**Problem to solve:** No pictures in the copy, please: retype all the records exactly.

[[ Dataset content, beginning ]]

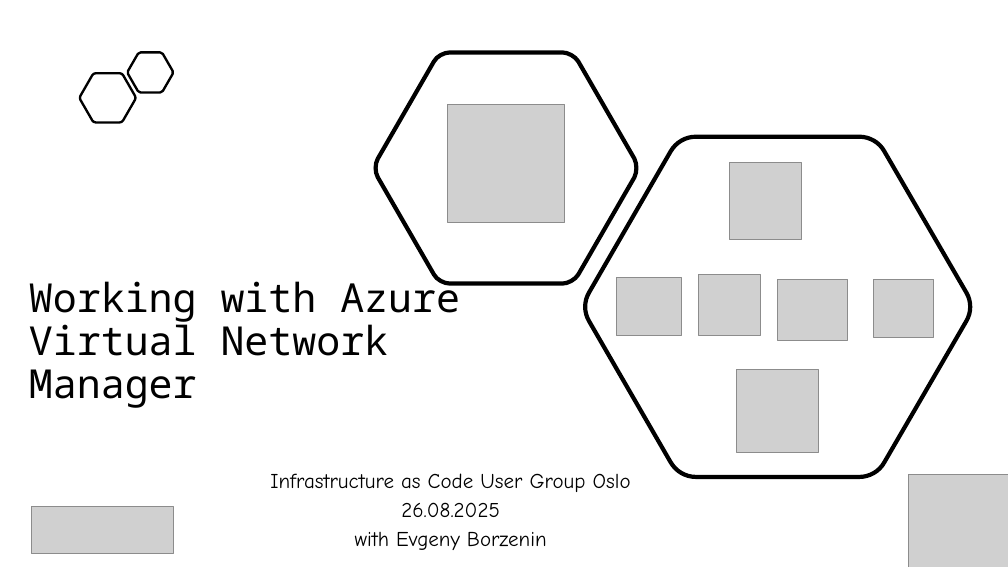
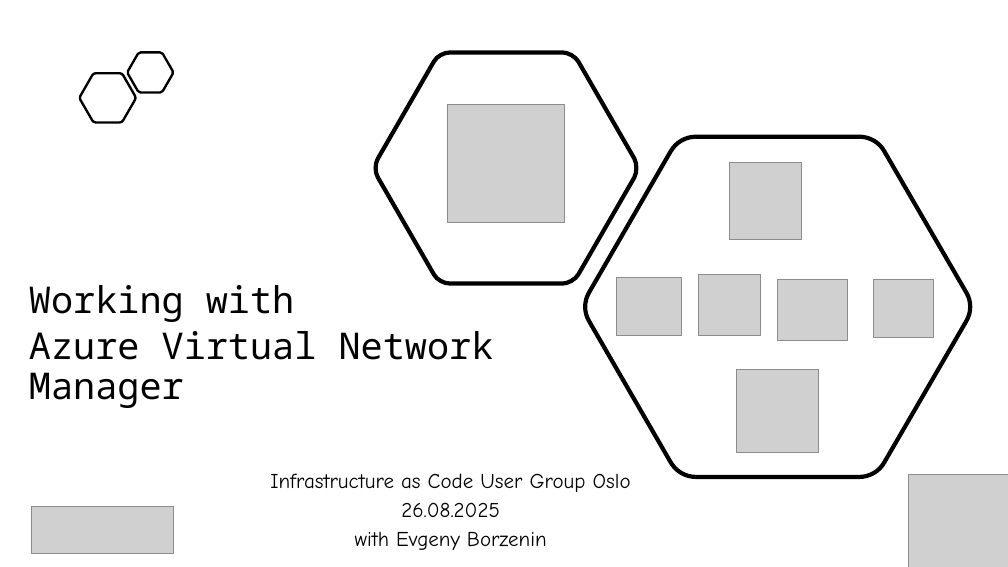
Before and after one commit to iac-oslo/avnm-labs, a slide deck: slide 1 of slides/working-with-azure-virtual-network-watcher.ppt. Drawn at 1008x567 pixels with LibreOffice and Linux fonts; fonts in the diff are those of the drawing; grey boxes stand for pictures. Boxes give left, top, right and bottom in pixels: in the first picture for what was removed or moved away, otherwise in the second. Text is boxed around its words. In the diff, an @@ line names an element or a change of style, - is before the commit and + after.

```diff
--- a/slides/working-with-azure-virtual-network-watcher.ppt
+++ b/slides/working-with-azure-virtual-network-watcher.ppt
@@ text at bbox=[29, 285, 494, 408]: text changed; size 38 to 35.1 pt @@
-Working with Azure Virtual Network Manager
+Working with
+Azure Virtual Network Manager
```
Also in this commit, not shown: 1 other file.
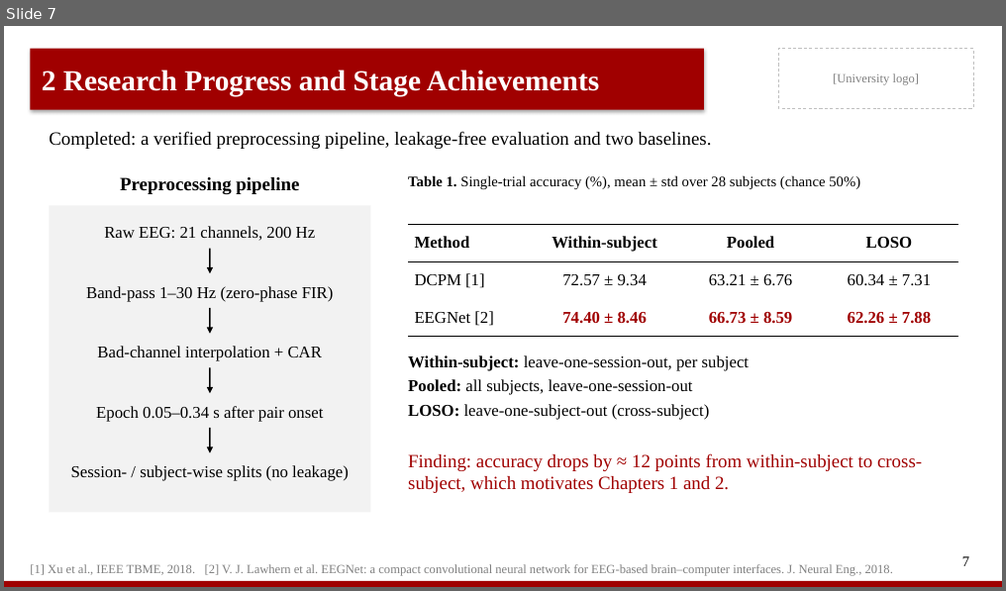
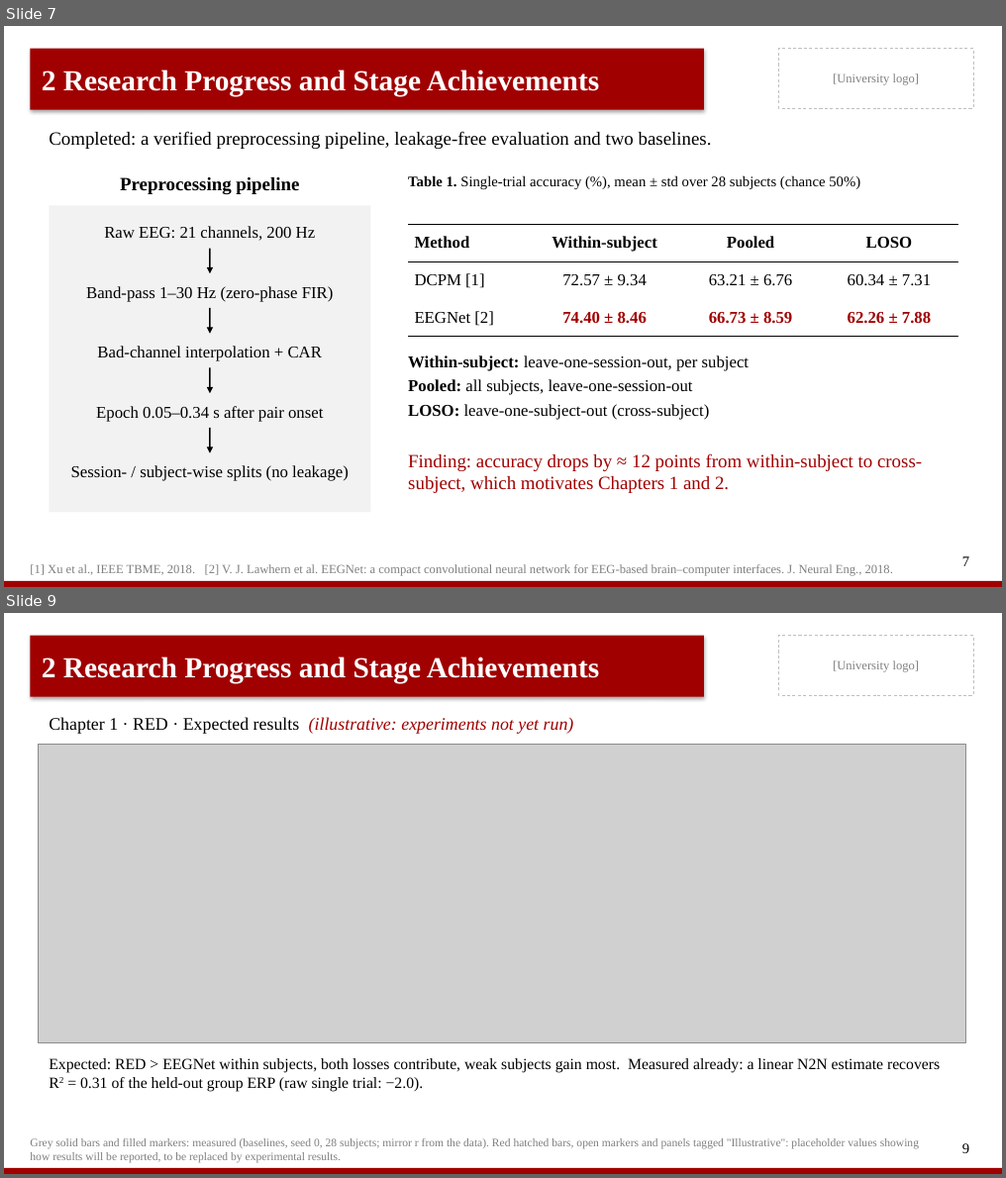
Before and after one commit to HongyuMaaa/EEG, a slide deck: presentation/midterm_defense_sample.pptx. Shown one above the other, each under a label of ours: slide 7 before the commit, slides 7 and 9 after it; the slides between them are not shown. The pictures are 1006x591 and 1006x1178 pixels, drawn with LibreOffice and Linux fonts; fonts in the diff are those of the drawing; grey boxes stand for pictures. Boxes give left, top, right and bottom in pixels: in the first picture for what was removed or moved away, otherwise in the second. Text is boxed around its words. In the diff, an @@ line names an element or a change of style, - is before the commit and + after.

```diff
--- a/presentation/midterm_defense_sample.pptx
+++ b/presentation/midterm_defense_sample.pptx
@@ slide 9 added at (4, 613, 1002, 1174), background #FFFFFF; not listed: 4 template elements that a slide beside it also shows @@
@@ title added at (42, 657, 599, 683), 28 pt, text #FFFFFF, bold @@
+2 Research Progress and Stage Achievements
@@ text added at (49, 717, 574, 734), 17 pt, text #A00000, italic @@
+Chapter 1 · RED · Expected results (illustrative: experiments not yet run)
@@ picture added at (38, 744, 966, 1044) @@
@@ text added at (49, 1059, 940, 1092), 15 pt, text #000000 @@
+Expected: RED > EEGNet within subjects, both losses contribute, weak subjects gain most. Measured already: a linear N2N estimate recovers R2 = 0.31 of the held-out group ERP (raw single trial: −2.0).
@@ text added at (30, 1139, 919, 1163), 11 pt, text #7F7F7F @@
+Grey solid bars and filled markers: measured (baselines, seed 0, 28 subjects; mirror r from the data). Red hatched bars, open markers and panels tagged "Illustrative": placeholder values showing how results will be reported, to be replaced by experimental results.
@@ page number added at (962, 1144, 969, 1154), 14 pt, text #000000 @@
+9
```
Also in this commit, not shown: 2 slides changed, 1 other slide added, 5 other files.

[[ Dataset content, end ]]

**Solved problem:**
Before and after one commit to iac-oslo/avnm-labs, a slide deck: slide 1 of slides/working-with-azure-virtual-network-watcher.ppt. Drawn at 1008x567 pixels with LibreOffice and Linux fonts; fonts in the diff are those of the drawing; grey boxes stand for pictures. Boxes give left, top, right and bottom in pixels: in the first picture for what was removed or moved away, otherwise in the second. Text is boxed around its words. In the diff, an @@ line names an element or a change of style, - is before the commit and + after.

```diff
--- a/slides/working-with-azure-virtual-network-watcher.ppt
+++ b/slides/working-with-azure-virtual-network-watcher.ppt
@@ text at bbox=[29, 285, 494, 408]: text changed; size 38 to 35.1 pt @@
-Working with Azure Virtual Network Manager
+Working with
+Azure Virtual Network Manager
```
Also in this commit, not shown: 1 other file.
Before and after one commit to HongyuMaaa/EEG, a slide deck: presentation/midterm_defense_sample.pptx. Shown one above the other, each under a label of ours: slide 7 before the commit, slides 7 and 9 after it; the slides between them are not shown. The pictures are 1006x591 and 1006x1178 pixels, drawn with LibreOffice and Linux fonts; fonts in the diff are those of the drawing; grey boxes stand for pictures. Boxes give left, top, right and bottom in pixels: in the first picture for what was removed or moved away, otherwise in the second. Text is boxed around its words. In the diff, an @@ line names an element or a change of style, - is before the commit and + after.

```diff
--- a/presentation/midterm_defense_sample.pptx
+++ b/presentation/midterm_defense_sample.pptx
@@ slide 9 added at (4, 613, 1002, 1174), background #FFFFFF; not listed: 4 template elements that a slide beside it also shows @@
@@ title added at (42, 657, 599, 683), 28 pt, text #FFFFFF, bold @@
+2 Research Progress and Stage Achievements
@@ text added at (49, 717, 574, 734), 17 pt, text #A00000, italic @@
+Chapter 1 · RED · Expected results (illustrative: experiments not yet run)
@@ picture added at (38, 744, 966, 1044) @@
@@ text added at (49, 1059, 940, 1092), 15 pt, text #000000 @@
+Expected: RED > EEGNet within subjects, both losses contribute, weak subjects gain most. Measured already: a linear N2N estimate recovers R2 = 0.31 of the held-out group ERP (raw single trial: −2.0).
@@ text added at (30, 1139, 919, 1163), 11 pt, text #7F7F7F @@
+Grey solid bars and filled markers: measured (baselines, seed 0, 28 subjects; mirror r from the data). Red hatched bars, open markers and panels tagged "Illustrative": placeholder values showing how results will be reported, to be replaced by experimental results.
@@ page number added at (962, 1144, 969, 1154), 14 pt, text #000000 @@
+9
```
Also in this commit, not shown: 2 slides changed, 1 other slide added, 5 other files.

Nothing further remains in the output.